# OakyWoods Who's Going



## quackman (Dec 1, 2014)

Hunt starts on Thursday, this is the week they are usually in rut, whos going????


----------



## QuackHead90 (Dec 1, 2014)

I will be there  looking around in the morning after work. I work at frito lay so it won't be a long drive to get there


----------



## Scrub Buck (Dec 1, 2014)

We will be there.  Right now we have 28 in our group.  Started setting up camp yesterday.


----------



## retiredkilla (Dec 1, 2014)

been there the last ten years, hunted the first hunt, no deer and no pigs ...i wont go back. it will take several years for the deer pop. to come back, if it does....dnr does not want pigs, they are gone too.............so why go......


----------



## Scrub Buck (Dec 1, 2014)

Got an update.  Seems 7 more will join us.  We plan to man dive as much of the area as we can.  Should be a great time.  Bringing a little north down south.  I'm sure we will see you at the check station.


----------



## oldfatbubba (Dec 1, 2014)

See you on Sat, Scrub Buck.   Leave a doe for me, please!


----------



## kennylbrown17 (Dec 4, 2014)

Read the response about not a lot of deer/pigs.
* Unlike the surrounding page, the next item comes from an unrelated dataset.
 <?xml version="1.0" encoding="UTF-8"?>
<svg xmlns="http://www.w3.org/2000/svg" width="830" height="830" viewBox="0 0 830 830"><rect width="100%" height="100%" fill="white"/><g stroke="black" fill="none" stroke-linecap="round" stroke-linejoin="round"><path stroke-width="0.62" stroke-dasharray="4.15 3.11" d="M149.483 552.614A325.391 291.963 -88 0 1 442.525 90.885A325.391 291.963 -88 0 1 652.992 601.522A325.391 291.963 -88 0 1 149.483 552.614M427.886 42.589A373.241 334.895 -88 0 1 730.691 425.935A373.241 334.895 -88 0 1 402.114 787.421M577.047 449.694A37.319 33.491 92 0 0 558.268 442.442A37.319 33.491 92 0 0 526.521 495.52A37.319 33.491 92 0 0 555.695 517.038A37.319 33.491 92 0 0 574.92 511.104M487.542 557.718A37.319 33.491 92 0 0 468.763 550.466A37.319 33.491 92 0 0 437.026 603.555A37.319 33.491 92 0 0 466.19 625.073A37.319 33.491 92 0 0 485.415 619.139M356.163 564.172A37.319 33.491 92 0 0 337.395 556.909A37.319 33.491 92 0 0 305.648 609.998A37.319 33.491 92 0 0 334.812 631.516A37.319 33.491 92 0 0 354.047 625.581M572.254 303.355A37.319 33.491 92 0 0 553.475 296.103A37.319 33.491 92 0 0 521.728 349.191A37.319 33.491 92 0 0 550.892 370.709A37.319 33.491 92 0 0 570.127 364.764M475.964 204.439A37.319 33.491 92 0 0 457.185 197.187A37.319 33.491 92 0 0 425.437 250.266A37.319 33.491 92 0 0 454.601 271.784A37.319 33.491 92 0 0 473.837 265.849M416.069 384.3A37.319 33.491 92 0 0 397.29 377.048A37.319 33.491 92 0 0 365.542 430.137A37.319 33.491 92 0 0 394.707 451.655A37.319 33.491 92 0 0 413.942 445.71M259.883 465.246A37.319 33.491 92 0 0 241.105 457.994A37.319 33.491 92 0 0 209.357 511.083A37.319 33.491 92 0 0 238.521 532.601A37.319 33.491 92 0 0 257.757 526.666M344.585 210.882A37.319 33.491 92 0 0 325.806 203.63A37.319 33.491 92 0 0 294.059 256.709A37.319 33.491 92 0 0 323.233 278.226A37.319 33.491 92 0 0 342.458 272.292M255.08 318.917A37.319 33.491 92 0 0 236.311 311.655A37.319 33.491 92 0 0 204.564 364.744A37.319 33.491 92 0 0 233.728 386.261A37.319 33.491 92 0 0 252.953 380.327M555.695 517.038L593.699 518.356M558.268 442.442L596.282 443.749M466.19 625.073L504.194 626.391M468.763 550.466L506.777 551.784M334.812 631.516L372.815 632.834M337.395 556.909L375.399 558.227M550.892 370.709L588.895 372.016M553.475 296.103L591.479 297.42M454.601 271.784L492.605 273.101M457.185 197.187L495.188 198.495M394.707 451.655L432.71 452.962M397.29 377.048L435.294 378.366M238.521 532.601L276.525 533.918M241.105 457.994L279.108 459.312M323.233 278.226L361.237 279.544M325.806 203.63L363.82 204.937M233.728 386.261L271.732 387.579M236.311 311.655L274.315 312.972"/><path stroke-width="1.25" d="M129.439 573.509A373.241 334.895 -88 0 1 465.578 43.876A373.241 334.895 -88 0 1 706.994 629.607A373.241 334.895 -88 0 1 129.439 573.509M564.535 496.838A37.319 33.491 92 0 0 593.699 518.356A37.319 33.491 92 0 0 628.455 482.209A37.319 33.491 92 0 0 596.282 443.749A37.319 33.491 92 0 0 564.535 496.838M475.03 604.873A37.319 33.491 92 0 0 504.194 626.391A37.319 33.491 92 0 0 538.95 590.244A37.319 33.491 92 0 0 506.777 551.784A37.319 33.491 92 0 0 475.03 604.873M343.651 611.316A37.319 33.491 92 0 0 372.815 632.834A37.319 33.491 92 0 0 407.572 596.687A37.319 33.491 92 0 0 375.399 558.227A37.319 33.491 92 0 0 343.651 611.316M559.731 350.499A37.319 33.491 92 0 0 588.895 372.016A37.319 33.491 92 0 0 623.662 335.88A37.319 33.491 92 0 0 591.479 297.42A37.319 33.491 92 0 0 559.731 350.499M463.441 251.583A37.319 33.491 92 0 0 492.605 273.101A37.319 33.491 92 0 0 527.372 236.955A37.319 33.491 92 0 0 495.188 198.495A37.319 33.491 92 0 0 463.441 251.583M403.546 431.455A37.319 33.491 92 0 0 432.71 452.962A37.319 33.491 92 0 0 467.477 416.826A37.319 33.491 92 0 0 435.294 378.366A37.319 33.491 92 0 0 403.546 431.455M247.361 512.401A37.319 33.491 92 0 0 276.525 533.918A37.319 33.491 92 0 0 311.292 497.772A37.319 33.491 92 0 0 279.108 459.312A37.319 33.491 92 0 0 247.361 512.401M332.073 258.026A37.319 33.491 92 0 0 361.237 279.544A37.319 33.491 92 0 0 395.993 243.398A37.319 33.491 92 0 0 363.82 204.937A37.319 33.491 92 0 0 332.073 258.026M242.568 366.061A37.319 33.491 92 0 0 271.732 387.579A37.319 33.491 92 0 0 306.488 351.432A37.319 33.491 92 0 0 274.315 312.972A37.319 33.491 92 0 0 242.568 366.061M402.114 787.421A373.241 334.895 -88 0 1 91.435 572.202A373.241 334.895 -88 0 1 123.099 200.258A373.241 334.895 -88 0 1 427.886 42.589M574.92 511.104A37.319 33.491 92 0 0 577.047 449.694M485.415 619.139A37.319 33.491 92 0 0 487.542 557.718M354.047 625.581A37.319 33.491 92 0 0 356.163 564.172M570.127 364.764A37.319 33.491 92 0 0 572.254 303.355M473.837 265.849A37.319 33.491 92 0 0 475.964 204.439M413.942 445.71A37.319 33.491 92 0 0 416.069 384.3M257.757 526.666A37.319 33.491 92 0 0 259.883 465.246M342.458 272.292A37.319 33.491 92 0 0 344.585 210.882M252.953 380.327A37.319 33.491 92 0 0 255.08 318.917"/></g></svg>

Is that true?
I'm thinking of taking a friend who hasn't got a deer this year. I want to bring him to a place where there is some action.
Thanks!


----------



## QuackHead90 (Dec 4, 2014)

Dead quiet this morning  I haven't heard a shot.  Seen 2 does on the road headed in but nothing from the stand


----------



## oldfatbubba (Dec 4, 2014)

How's the weather, QuackHead90?


----------



## QuackHead90 (Dec 4, 2014)

Hot!!!


----------



## BIGABOW (Dec 4, 2014)

Quack is crowded?


----------



## kennylbrown17 (Dec 4, 2014)

Thanks for keeping us posted. Good luck today!!


----------



## QuackHead90 (Dec 4, 2014)

Only 10 deer checked out at 200  there are a lot of people but movement is slow. We haven't found any acorns just trails with runs and paw marks. I had a back up spot picked out and when I went to put my stand in at lunch after the morning lunch a fellow and his son was loading a nice 8 point up that the younger guy had killed. Looked to be at least 4.5 years old.


----------



## kennylbrown17 (Dec 4, 2014)

Thanks Quackhead. We are heading down Saturday morning. I would rather get a hog. Are there a lot of hogs there?


----------



## kennylbrown17 (Dec 4, 2014)

Any hogs shot today?
Thanks


----------



## QuackHead90 (Dec 4, 2014)

I haven't seen much sign  there are so many people that the hogs have really went into hiding. There was one guy that seen a hog right at daylight this morning.


----------



## BIGABOW (Dec 4, 2014)

Thanks for the report. might try to get down there Friday.


----------



## kennylbrown17 (Dec 5, 2014)

Thanks Quackman!!
I thinking positive about this hunt. The 10 checked out were all bucks so that means there were a lot more deer(does) seen but could not be shot until Saturday. Good luck and knock em down!


----------



## QuackHead90 (Dec 5, 2014)

Everybody I talked to had not seen any does  the numbers are way down from what I had expected. Ocmulgee wma had 40 bucks signed out by lunch on the first day. We ended up seeing 2 does yesterday afternoon. We are fishing today and won't be back tomorrow.


----------



## RONALDPAUL324 (Dec 5, 2014)

We will be there in the morning. Any updates?
This will be our first time on oaky woods also.


----------



## kennylbrown17 (Dec 5, 2014)

We will be there in the morning as well. Tomorrow everyone is getting deer.


----------



## ixibiggreg (Dec 5, 2014)

Hardly any shots this evening. Activity seems to be slow! Haven't seen any deer neither did a handful of folks I spoke with. My buddy got a nice 8 by the landfill this afternoon. Bunch of hunters, and I'm expecting there to be a lot more in the morning. Good luck to whomever is going, I'll be there!!


----------



## BIGABOW (Dec 5, 2014)

Good luck fellas goin a different route!


----------